Transform-scaled process priors for trait allocations in Bayesian nonparametrics

Completely random measures (CRMs) provide a broad class of priors, arguably, the most popular, for Bayesian nonparametric (BNP) analysis of trait allocations. As a peculiar property, CRM priors lead to predictive distributions that share the following common structure: for fixed prior's parameters, a new data point exhibits a Poisson (random) number of ``new'' traits, i.e., not appearing in the sample, which depends on the sampling information only through the sample size.
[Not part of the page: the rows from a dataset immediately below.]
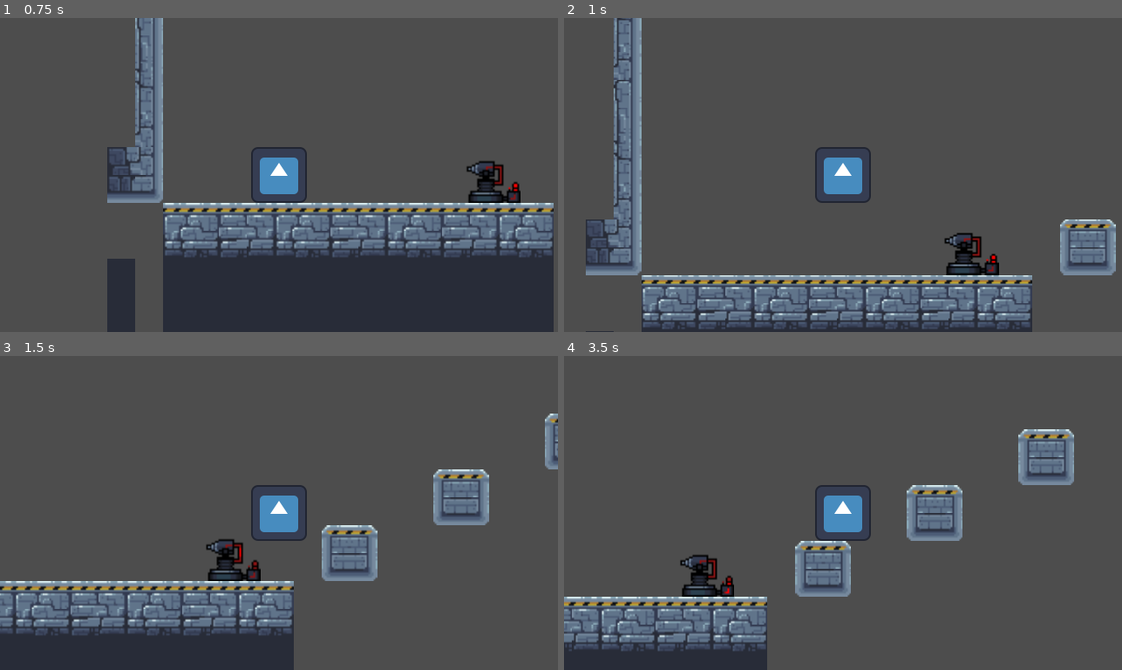
Above: before the commit, frames 1-4 (two rows, left to right).
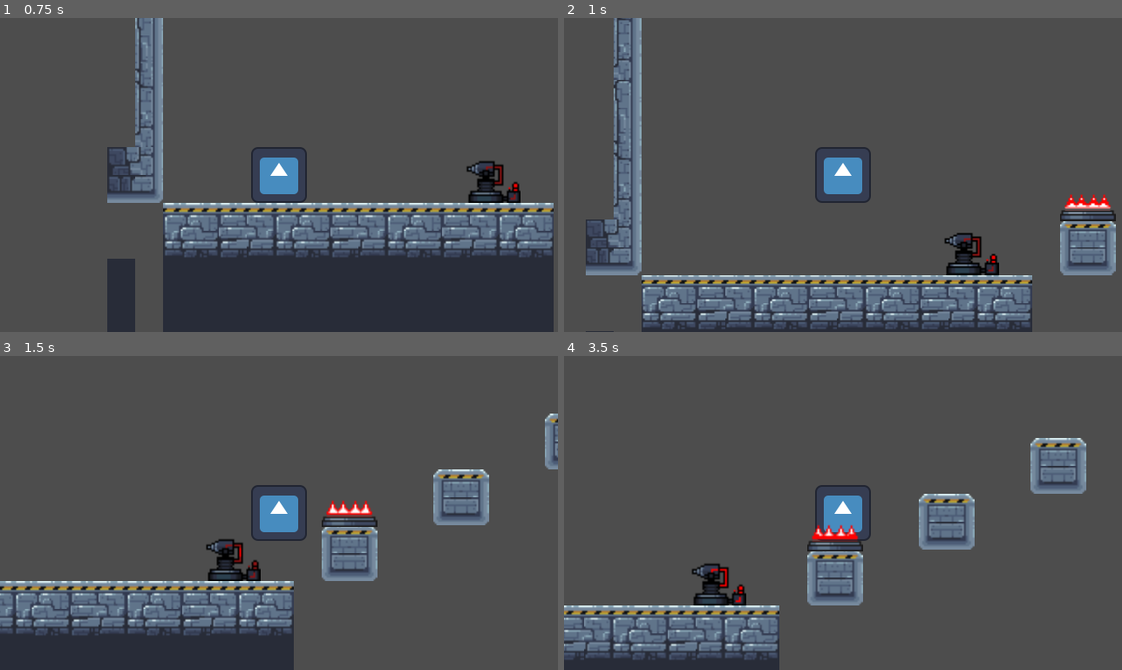
Above: after the commit, the same moments.

Repository: Mirthun-1012/Platformer-Jam-1
Game: Godot game, scene res://Scenes/Levels/tutorial.tscn
Same seed, same stepped clock (60 frames per second), same inputs: the game is played once before the commit and once after it. The engine's default icon, where the game draws it, is replaced by a stand-in: a white triangle on a blue panel in a dark square.
Inputs:
- Up to frame 1 (0.75 s): hold D (Right) from 0.53 s (still down)
- Up to frame 2 (1 s): keep holding D (Right); tap W (Jump) at 0.77 s
- Up to frame 3 (1.5 s): keep holding D (Right)
- Up to frame 4 (3.5 s): tap W (Jump) at 1.52, 3.02 s; release D (Right) at 2.03 s; hold A (Left) 2.03-2.78 s; hold D (Right) from 2.78 s (still down)

Frame 1 is identical in both runs. In frame 2, 0.5% of the frame differs, in the area x 88-99%, y 56-65%; in frame 3, 0.5%; in frame 4, 12%, in the area x 0-94%, y 23-100%.

Commit message:
Idle Spikes is added
Idle one is added, but i am not sure yet how to work with the activated and deactivated one!! Will find one soon!!

Diff:
--- a/Scenes/Levels/tutorial.tscn
+++ b/Scenes/Levels/tutorial.tscn
@@ -1,9 +1,10 @@
-[gd_scene load_steps=8 format=4 uid="uid://dr8xfjkffik7s"]
+[gd_scene load_steps=9 format=4 uid="uid://dr8xfjkffik7s"]
 
 [ext_resource type="PackedScene" uid="uid://cjjw83rb83on1" path="res://Scenes/Levels/base_level.tscn" id="1_e3iji"]
 [ext_resource type="Texture2D" uid="uid://boqf7183d3q0r" path="res://Assets/Tileset/level_tileset.png" id="2_eqxtb"]
 [ext_resource type="PackedScene" uid="uid://mpsbkqjfw6ld" path="res://Scenes/Entities/player.tscn" id="2_l7elp"]
 [ext_resource type="PackedScene" uid="uid://d2j6qaredf0ud" path="res://Scenes/Traps/electric_turrent.tscn" id="4_fenkg"]
+[ext_resource type="PackedScene" uid="uid://c7qjyvxw3c856" path="res://Scenes/Traps/spike.tscn" id="5_302wg"]
 
 [sub_resource type="TileSetAtlasSource" id="TileSetAtlasSource_l7elp"]
 texture = ExtResource("2_eqxtb")
@@ -375,6 +376,11 @@
 [node name="Electric_Turrent" parent="Main/Obstacles/Turrent" index="0" instance=ExtResource("4_fenkg")]
 position = Vector2(202, 260)
 
+[node name="Spikes" type="Node2D" parent="Main/Obstacles" index="1"]
+
+[node name="Spike" parent="Main/Obstacles/Spikes" index="0" instance=ExtResource("5_302wg")]
+position = Vector2(271, 241)
+
 [node name="CollisionShape2D" type="CollisionShape2D" parent="Main/FallZone" index="0"]
 position = Vector2(479.75, 472)
 shape = SubResource("RectangleShape2D_l7elp")
--- a/Scenes/Traps/electric_turrent.gd
+++ b/Scenes/Traps/electric_turrent.gd
@@ -1,6 +1,6 @@
 extends StaticBody2D
 
-""" This Turrent Only shoots once, If needs to reshoot then the player should re-enter the zone """
+# This Turrent Only shoots once, If needs to reshoot then the player should re-enter the zone
 
 
 var can_damage := false
--- a/Scenes/Traps/electric_turrent.tscn
+++ b/Scenes/Traps/electric_turrent.tscn
@@ -113,13 +113,13 @@
 "duration": 1.0,
 "texture": ExtResource("25_nwpqr")
 }],
-"loop": true,
+"loop": false,
 "name": &"Shoot",
 "speed": 5.0
 }]
 
 [sub_resource type="RectangleShape2D" id="RectangleShape2D_72y8h"]
-size = Vector2(34, 34)
+size = Vector2(40, 34)
 
 [node name="Electric_Turrent" type="StaticBody2D"]
 collision_layer = 8
@@ -131,6 +131,7 @@
 sprite_frames = SubResource("SpriteFrames_ctbg3")
 animation = &"Shoot"
 autoplay = "Idle"
+frame = 18
 speed_scale = 2.3
 
 [node name="CollisionPolygon2D" type="CollisionPolygon2D" parent="."]
@@ -140,7 +141,7 @@
 collision_layer = 4
 
 [node name="CollisionShape2D" type="CollisionShape2D" parent="AttackZone"]
-position = Vector2(-30, -5)
+position = Vector2(-33, -5)
 shape = SubResource("RectangleShape2D_72y8h")
 
 [connection signal="animation_finished" from="AnimatedSprite2D" to="." method="_on_animated_sprite_2d_animation_finished"]
--- /dev/null
+++ b/Scenes/Traps/spike.gd
@@ -0,0 +1,6 @@
+extends StaticBody2D
+
+
+
+func _on_damage_zone_body_entered(body: Node2D) -> void:
+	body.hit()
--- /dev/null
+++ b/Scenes/Traps/spike.tscn
@@ -0,0 +1,82 @@
+[gd_scene load_steps=15 format=3 uid="uid://c7qjyvxw3c856"]
+
+[ext_resource type="Script" uid="uid://k2bel3f7xiw5" path="res://Scenes/Traps/spike.gd" id="1_irb7m"]
+[ext_resource type="Texture2D" uid="uid://d3o8a63y3xa1y" path="res://Assets/Traps/Individual_PNGs/laser_spikes_idle/tile000.png" id="1_ybv2w"]
+[ext_resource type="Texture2D" uid="uid://bxa1cxas4eywx" path="res://Assets/Traps/Individual_PNGs/laser_spikes_idle/tile001.png" id="2_irb7m"]
+[ext_resource type="Texture2D" uid="uid://drlahvgd8ug5h" path="res://Assets/Traps/Individual_PNGs/laser_spikes_idle/tile002.png" id="3_ttggu"]
+[ext_resource type="Texture2D" uid="uid://oho63lkqvo1k" path="res://Assets/Traps/Individual_PNGs/laser_spikes_idle/tile003.png" id="4_d5rel"]
+[ext_resource type="Texture2D" uid="uid://cda0e7ct1oyks" path="res://Assets/Traps/Individual_PNGs/laser_spikes_idle/tile004.png" id="5_rhgjw"]
+[ext_resource type="Texture2D" uid="uid://dn4rdydujtsnk" path="res://Assets/Traps/Individual_PNGs/laser_spikes_idle/tile005.png" id="6_iwjhm"]
+[ext_resource type="Texture2D" uid="uid://d4iefvylpntk2" path="res://Assets/Traps/Individual_PNGs/laser_spikes_idle/tile006.png" id="7_lpun1"]
+[ext_resource type="Texture2D" uid="uid://b71ai7wdafjo4" path="res://Assets/Traps/Individual_PNGs/laser_spikes_idle/tile007.png" id="8_p8t4d"]
+[ext_resource type="Texture2D" uid="uid://bc8shve2ov1ge" path="res://Assets/Traps/Individual_PNGs/laser_spikes_idle/tile008.png" id="9_tdvv1"]
+[ext_resource type="Texture2D" uid="uid://dvbtjj3oolv5w" path="res://Assets/Traps/Individual_PNGs/laser_spikes_idle/tile009.png" id="10_a42xw"]
+
+[sub_resource type="RectangleShape2D" id="RectangleShape2D_h7cax"]
+size = Vector2(32, 6)
+
+[sub_resource type="SpriteFrames" id="SpriteFrames_nbiad"]
+animations = [{
+"frames": [{
+"duration": 1.0,
+"texture": ExtResource("1_ybv2w")
+}, {
+"duration": 1.0,
+"texture": ExtResource("2_irb7m")
+}, {
+"duration": 1.0,
+"texture": ExtResource("3_ttggu")
+}, {
+"duration": 1.0,
+"texture": ExtResource("4_d5rel")
+}, {
+"duration": 1.0,
+"texture": ExtResource("5_rhgjw")
+}, {
+"duration": 1.0,
+"texture": ExtResource("6_iwjhm")
+}, {
+"duration": 1.0,
+"texture": ExtResource("7_lpun1")
+}, {
+"duration": 1.0,
+"texture": ExtResource("8_p8t4d")
+}, {
+"duration": 1.0,
+"texture": ExtResource("9_tdvv1")
+}, {
+"duration": 1.0,
+"texture": ExtResource("10_a42xw")
+}],
+"loop": true,
+"name": &"idle",
+"speed": 5.0
+}]
+
+[sub_resource type="RectangleShape2D" id="RectangleShape2D_5dqos"]
+size = Vector2(31, 10)
+
+[node name="Spike" type="StaticBody2D"]
+collision_layer = 8
+script = ExtResource("1_irb7m")
+
+[node name="CollisionShape2D" type="CollisionShape2D" parent="."]
+position = Vector2(1, -3)
+shape = SubResource("RectangleShape2D_h7cax")
+
+[node name="AnimatedSprite2D" type="AnimatedSprite2D" parent="."]
+position = Vector2(1, -16)
+sprite_frames = SubResource("SpriteFrames_nbiad")
+animation = &"idle"
+autoplay = "idle"
+frame_progress = 0.399391
+speed_scale = 1.3
+
+[node name="Damage Zone" type="Area2D" parent="."]
+collision_layer = 4
+
+[node name="CollisionShape2D" type="CollisionShape2D" parent="Damage Zone"]
+position = Vector2(1.5, -12)
+shape = SubResource("RectangleShape2D_5dqos")
+
+[connection signal="body_entered" from="Damage Zone" to="." method="_on_damage_zone_body_entered"]
Not shown, added: Scenes/Traps/spike.gd.uid

While the Poisson posterior distribution is appealing for analytical tractability and ease of interpretation, its independence from the sampling information is a critical drawback, as it makes the posterior distribution of ``new'' traits completely determined by the estimation of the unknown prior's parameters. In this paper, we introduce the class of transform-scaled process (T-SP) priors as a tool to enrich the posterior distribution of ``new'' traits arising from CRM priors, while maintaining the same analytical tractability and ease of interpretation. In particular, we present a framework for posterior analysis of trait allocations under T-SP priors, showing that Stable T-SP priors, i.e., T-SP priors built from Stable CRMs, lead to predictive distributions such that, for fixed prior's parameters, a new data point displays a negative-Binomial (random) number of ``new'' traits, which depends on the sampling information through the number of distinct traits and the sample size. Then, by relying on a hierarchical version of T-SP priors, we extend our analysis to the more general setting of trait allocations with multiple groups of data or subpopulations. The empirical effectiveness of our methods is demonstrated through numerical experiments and applications to real data.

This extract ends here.